Assigned task. Find and copy each line of the listing below that has the word "polyline" in it.
● ● ● ●
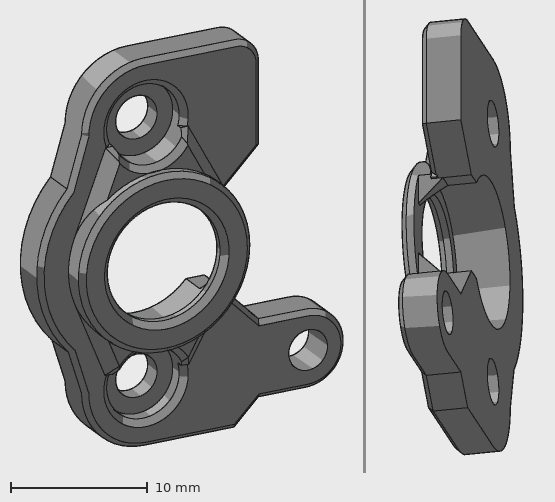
import cadquery as cq
import math

plate_thickness = 3.0
pad_top = 4.0
total_height = 5.0
plate_chamfer = 0.4
ring_chamfer = 0.43
bore_chamfer = 0.5

ring_radius = 14.15 / 2
bore_diameter = 9.3
seat_diameter = 11.33
hub_radius = 9.5
ring_embed = 0.3

screw_y = -0.68
upper_screw_z = 10.47
lower_screw_z = -10.0
screw_corner_radius = 5.112
screw_hole_diameter = 3.4
counterbore_radius = 6.0 / 2
counterbore_floor = 1.5
counterbore_chamfer = 0.5

side_y = 8.8
top_z = upper_screw_z + screw_corner_radius
bottom_z = lower_screw_z - screw_corner_radius
top_corner_radius = 2.0
hub_upper_z = 6.42
hub_lower_z = -6.55

arm_y = 12.7
arm_z = lower_screw_z
arm_radius = 3.1
arm_hole_diameter = 3.2

opening_y = 5.7
opening_half_width = 3.8
opening_half_width_top = 1.95

pad_boss_radius = 2.67
pad_end_gap = 1.0
pad_taper_angle = 45


def disc(radius, start, end, y=0, z=0):
    """Cylinder along X between two X positions."""
    return cq.Workplane("YZ", origin=(start, y, z)).circle(radius).extrude(end - start)


def arc_middle(center_y, center_z, radius, degrees):
    angle = math.radians(degrees)
    return (center_y + radius * math.cos(angle), center_z + radius * math.sin(angle))


def hub_point(z):
    return (-math.sqrt(hub_radius ** 2 - z ** 2), z)


def make_plate():
    corner_y = screw_y - screw_corner_radius
    bevel_start_z = opening_half_width + side_y - opening_y
    arm_top = arm_z + arm_radius
    arm_bottom = arm_z - arm_radius
    shoulder_y = opening_y - opening_half_width - arm_top
    corner_center = (side_y - top_corner_radius, top_z - top_corner_radius)
    outline = (
        cq.Workplane("YZ")
        .moveTo(screw_y, top_z)
        .threePointArc(
            arc_middle(screw_y, upper_screw_z, screw_corner_radius, 135), (corner_y, upper_screw_z)
        )
        .lineTo(*hub_point(hub_upper_z))
        .threePointArc((-hub_radius, 0), hub_point(hub_lower_z))
        .lineTo(corner_y, lower_screw_z)
        .threePointArc(
            arc_middle(screw_y, lower_screw_z, screw_corner_radius, 225), (screw_y, bottom_z)
        )
        .lineTo(side_y - (arm_bottom - bottom_z), bottom_z)
        .lineTo(side_y, arm_bottom)
        .lineTo(arm_y, arm_bottom)
        .threePointArc((arm_y + arm_radius, arm_z), (arm_y, arm_top))
        .lineTo(shoulder_y, arm_top)
        .lineTo(opening_y, -opening_half_width)
        .lineTo(opening_y, opening_half_width)
        .lineTo(side_y, bevel_start_z)
        .lineTo(side_y, corner_center[1])
        .threePointArc(arc_middle(*corner_center, top_corner_radius, 45), (corner_center[0], top_z))
        .close()
    )
    return outline.extrude(plate_thickness).faces(">X").edges().chamfer(plate_chamfer)


def make_pad(screw_z):
    """Pad between the two tangents of the ring and a screw boss, tapered on every side."""
    distance = math.hypot(screw_y, screw_z)
    toward_screw = math.atan2(screw_z, screw_y)
    spread = math.acos((ring_radius - pad_boss_radius) / distance)
    end_distance = distance - pad_end_gap
    end_half_width = (ring_radius - end_distance * math.cos(spread)) / math.sin(spread)
    foot_half_width = ring_radius * math.sin(spread)
    foot_distance = ring_radius * math.cos(spread)
    corners = [
        (0, 0),
        (foot_distance, -foot_half_width),
        (end_distance, -end_half_width),
        (end_distance, end_half_width),
        (foot_distance, foot_half_width),
    ]
    base = cq.Workplane("YZ", origin=(plate_thickness, 0, 0)).transformed(
        rotate=(0, 0, math.degrees(toward_screw))
    )
    raised = base.polyline(corners).close().extrude(pad_top - plate_thickness, taper=pad_taper_angle)
    foot = base.polyline(corners).close().extrude(-counterbore_chamfer)
    return raised.union(foot)


def make_ring():
    ring = disc(ring_radius, plate_thickness - ring_embed, total_height)
    return ring.faces(">X").edges().chamfer(ring_chamfer)


def flare(radius, growth, end, y=0, z=0):
    """45 degree cone along +X that widens by `growth` and finishes at X = end."""
    return (
        cq.Workplane("YZ", origin=(end - growth, y, z))
        .circle(radius)
        .workplane(offset=growth)
        .circle(radius + growth)
        .loft()
    )


def cut_screw_hole(body, screw_z):
    """Through hole and counterbore, chamfered where the bore leaves the pad."""
    hole = disc(screw_hole_diameter / 2, 0, total_height, screw_y, screw_z)
    bore = disc(counterbore_radius, counterbore_floor, pad_top, screw_y, screw_z)
    mouth = flare(counterbore_radius, counterbore_chamfer, pad_top, screw_y, screw_z)
    return body.cut(hole).cut(bore).cut(mouth)


def make_opening():
    """Side opening below the ring's lip, narrowing toward the lip between two gussets."""
    length = 2 * ring_radius
    gusset_start = pad_top - (opening_half_width - opening_half_width_top)
    profile = [
        (0, -opening_half_width),
        (gusset_start, -opening_half_width),
        (pad_top, -opening_half_width_top),
        (pad_top, opening_half_width_top),
        (gusset_start, opening_half_width),
        (0, opening_half_width),
    ]
    slot = cq.Workplane("XZ").polyline(profile).close().extrude(-length)
    gusset_trim = cq.Workplane("XY").box(
        pad_top - gusset_start, length, 2 * opening_half_width, centered=(False, False, True)
    ).translate((gusset_start, opening_y, 0))
    ring_trim = cq.Workplane("XY").box(
        pad_top - plate_thickness, length, length, centered=(False, False, True)
    ).translate((plate_thickness, opening_y, 0))
    return slot.intersect(disc(ring_radius, 0, pad_top)).union(gusset_trim).union(ring_trim)


body = make_plate().union(make_ring())
for screw_z in (upper_screw_z, lower_screw_z):
    body = body.cut(flare(counterbore_radius, counterbore_chamfer, plate_thickness, screw_y, screw_z))
    body = body.union(make_pad(screw_z))
for screw_z in (upper_screw_z, lower_screw_z):
    body = cut_screw_hole(body, screw_z)
body = body.cut(disc(bore_diameter / 2, 0, total_height))
body = body.cut(flare(bore_diameter / 2, bore_chamfer, total_height))
body = body.cut(disc(seat_diameter / 2, 0, pad_top))
body = body.cut(make_opening())
result = body.cut(disc(arm_hole_diameter / 2, 0, plate_thickness, arm_y, arm_z))
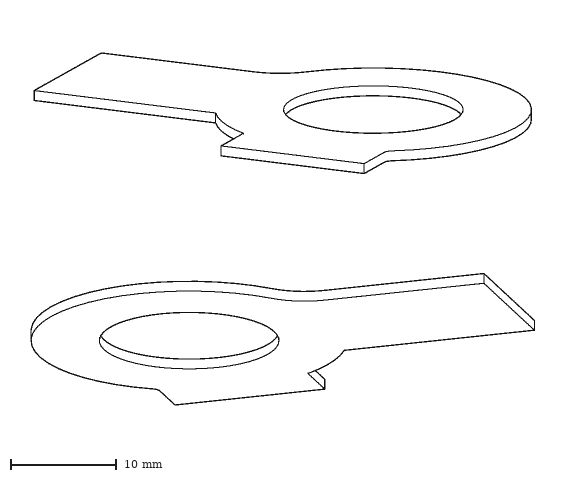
import cadquery as cq
import math

thickness = 1.0
overall_length = 47.0
ring_diameter = 30.0
hole_diameter = 17.0
tab_width = 15.0
short_tab_reach = 18.0
long_tab_fillet = 6.0
short_tab_fillet = 1.0

ring_radius = ring_diameter / 2
half_tab = tab_width / 2
long_tab_reach = overall_length - ring_radius
root_distance = math.sqrt(ring_radius**2 - half_tab**2)


def round_corner(body, x, y, radius):
    """Round the vertical edge standing at (x, y)."""
    edge = cq.selectors.NearestToPointSelector((x, y, thickness / 2))
    return body.edges("|Z").edges(edge).fillet(radius)


ring = cq.Workplane("XY").circle(ring_radius).extrude(thickness)

long_tab = (
    cq.Workplane("XY")
    .rect(long_tab_reach, tab_width)
    .extrude(thickness)
    .translate((-long_tab_reach / 2, 0, 0))
)
short_tab = (
    cq.Workplane("XY")
    .rect(tab_width, short_tab_reach)
    .extrude(thickness)
    .translate((0, -short_tab_reach / 2, 0))
)
washer = ring.union(long_tab).union(short_tab)

washer = round_corner(washer, -root_distance, half_tab, long_tab_fillet)
washer = round_corner(washer, half_tab, -root_distance, short_tab_fillet)

hole = cq.Workplane("XY").circle(hole_diameter / 2).extrude(thickness)
result = washer.cut(hole)
● ● ● ●
The completed task.
    raised = base.polyline(corners).close().extrude(pad_top - plate_thickness, taper=pad_taper_angle)
    foot = base.polyline(corners).close().extrude(-counterbore_chamfer)
    slot = cq.Workplane("XZ").polyline(profile).close().extrude(-length)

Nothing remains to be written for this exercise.